How Do I Grow Celeriac?

L. Whitaker

To grow celeriac, start the plant indoors from seed, water and fertilize frequently, and add mulch material as needed to keep the root ball covered. Your efforts to grow celeriac will be more successful when you provide plenty of moisture and rich soil for this plant, which is a heavy feeder. Celeriac is typically started from seed, as seedlings are not typically available for purchase at nurseries or garden centers.


Seeds should be started indoors in containers or trays, approximately eight weeks before your area's last predicted frost. Start by soaking the seeds in water overnight to encourage germination. Use loose potting mix to plant the seeds with only a light amount of mix covering each seed. A seed cloth or plastic wrap with ventilation holes can be used to maintain a moist environment for initial sprouting. The ideal temperature for germinating celeriac seeds is 70 degrees F (21.1 degrees C).

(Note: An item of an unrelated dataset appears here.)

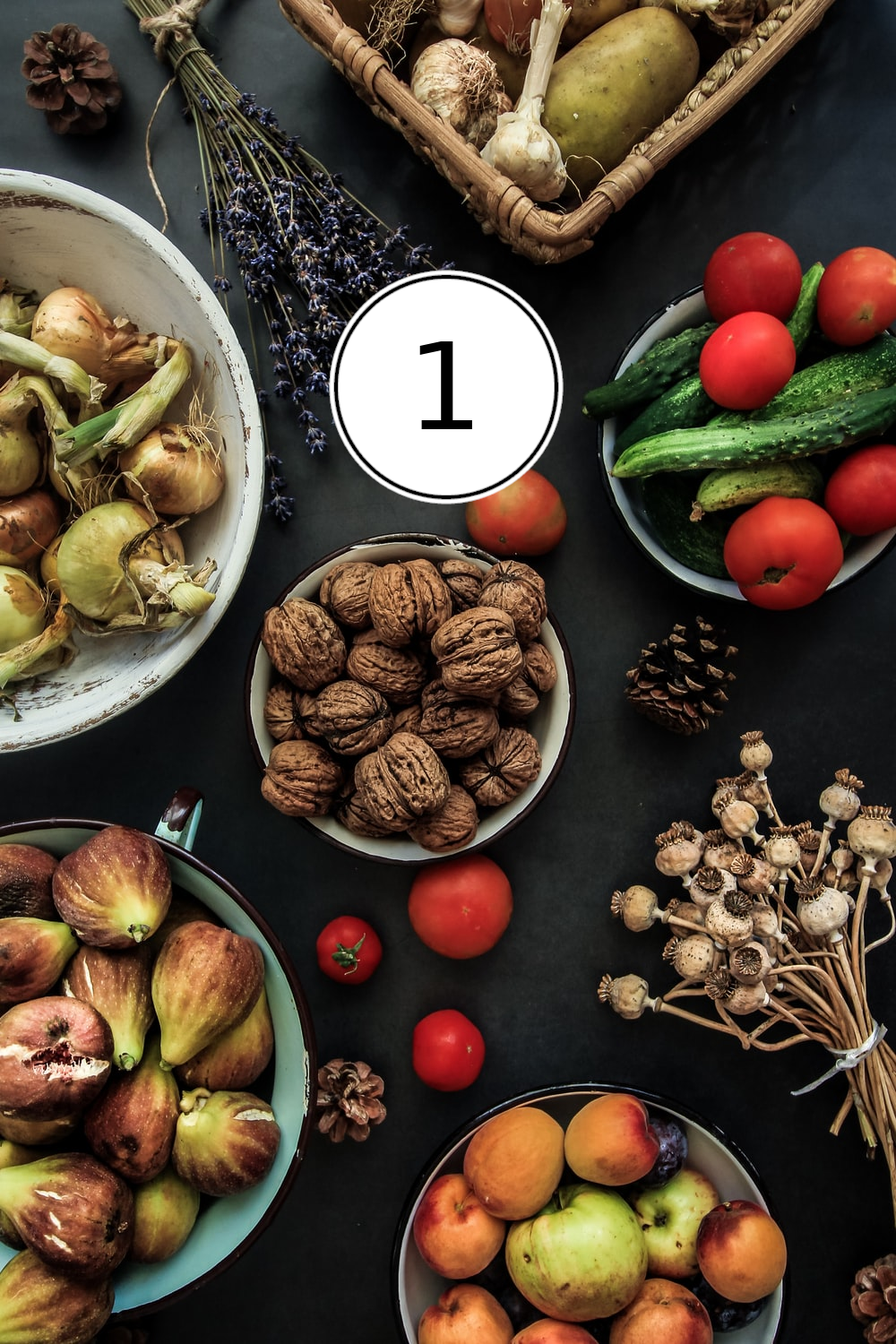
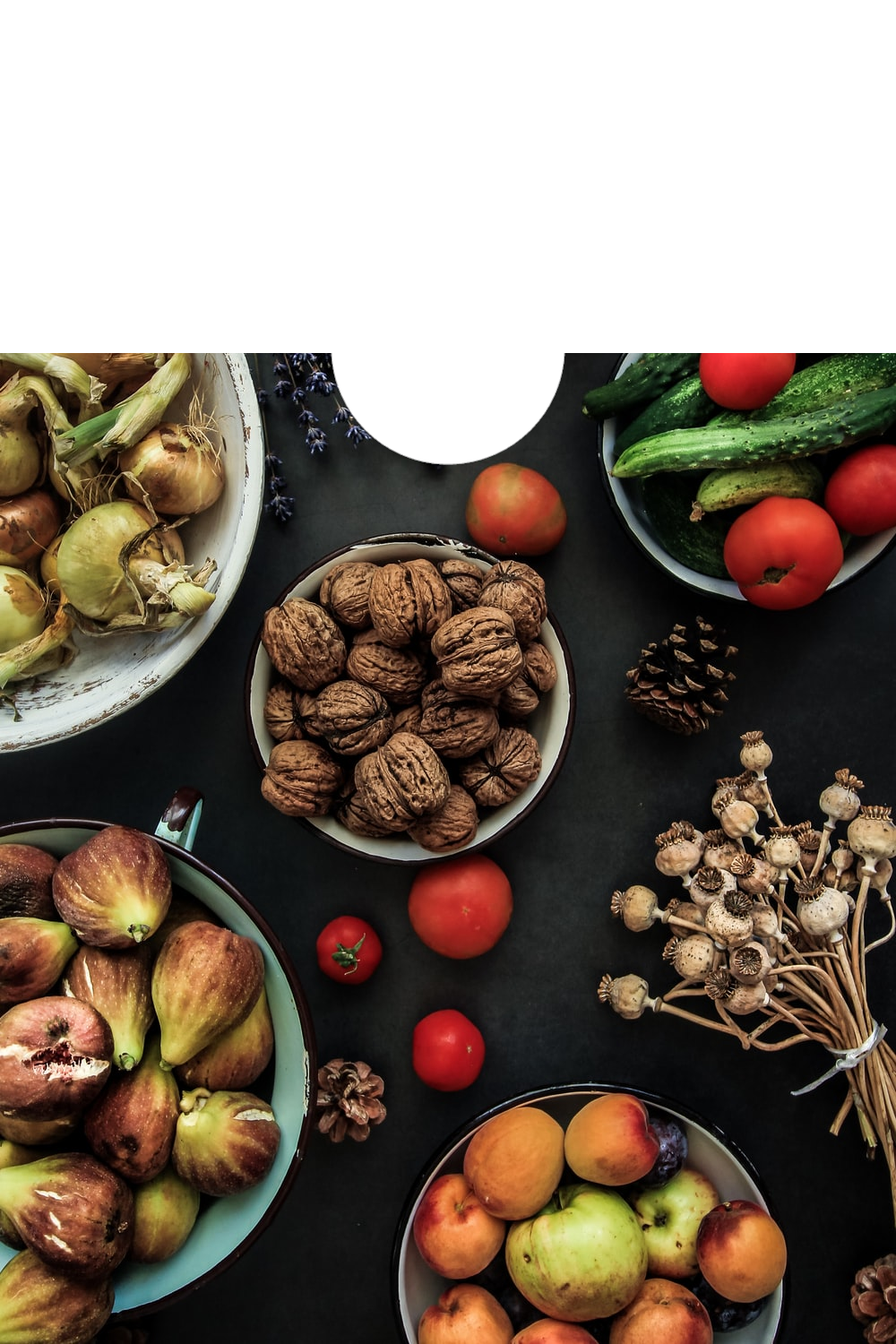
Before/after of a 896x1344 layered artwork. What changed in the layer stack:
painted on "1" over [419, 341, 473, 430]
painted on "step1.jpeg" over [0, 0, 896, 505]

Moist, rich soil that is slightly acidic is the best environment to grow celeriac.
Moist, rich soil that is slightly acidic is the best environment to grow celeriac.

Wait for outdoor temperatures to reach 50 degrees F (10 degrees C) before transplanting celeriac seedlings to your garden. Once the seedlings have grown to about 3 inches (7.6 cm) in height, you can plant them outdoors with at least 24 inches (61 cm) of space between seedlings. Moist, rich soil that is slightly acidic is the best environment to grow celeriac. The plants will most likely need to be watered by every third day to maintain adequate soil moisture. Celeriac also appreciates a dose of fertilizer about every three weeks.

A full-sun location is necessary to grow celeriac. If necessary, this root vegetable can tolerate a small amount of shade during the day. You can place it with companion plants such as English peas, lettuce, and spinach, but do not attempt to grow celeriac adjacent to squash, pumpkins, or cucumbers.

With the arrival of cooler fall weather, it will be time to cover the bulb tops with mulch or soil. This process will help ensure a sweet flavor in the root. If you wait to dig up celeriac until after a light frost, its taste will be sweetest due to the conversion of some of the root's starches to sugars. It is best, however, to harvest celeriac before a hard freeze occurs.

Celeriac, or Apium graveolens rapaceum, is alternately known as celery root, turnip-rooted celery, or knob celery. Although the leaves can be used for flavoring in savory dishes, this root vegetable is primarily known for the potato-like texture and light celery flavor of the root portion of the plant. Freshly harvested celeriac will keep for several weeks in a cool storage area or when refrigerated.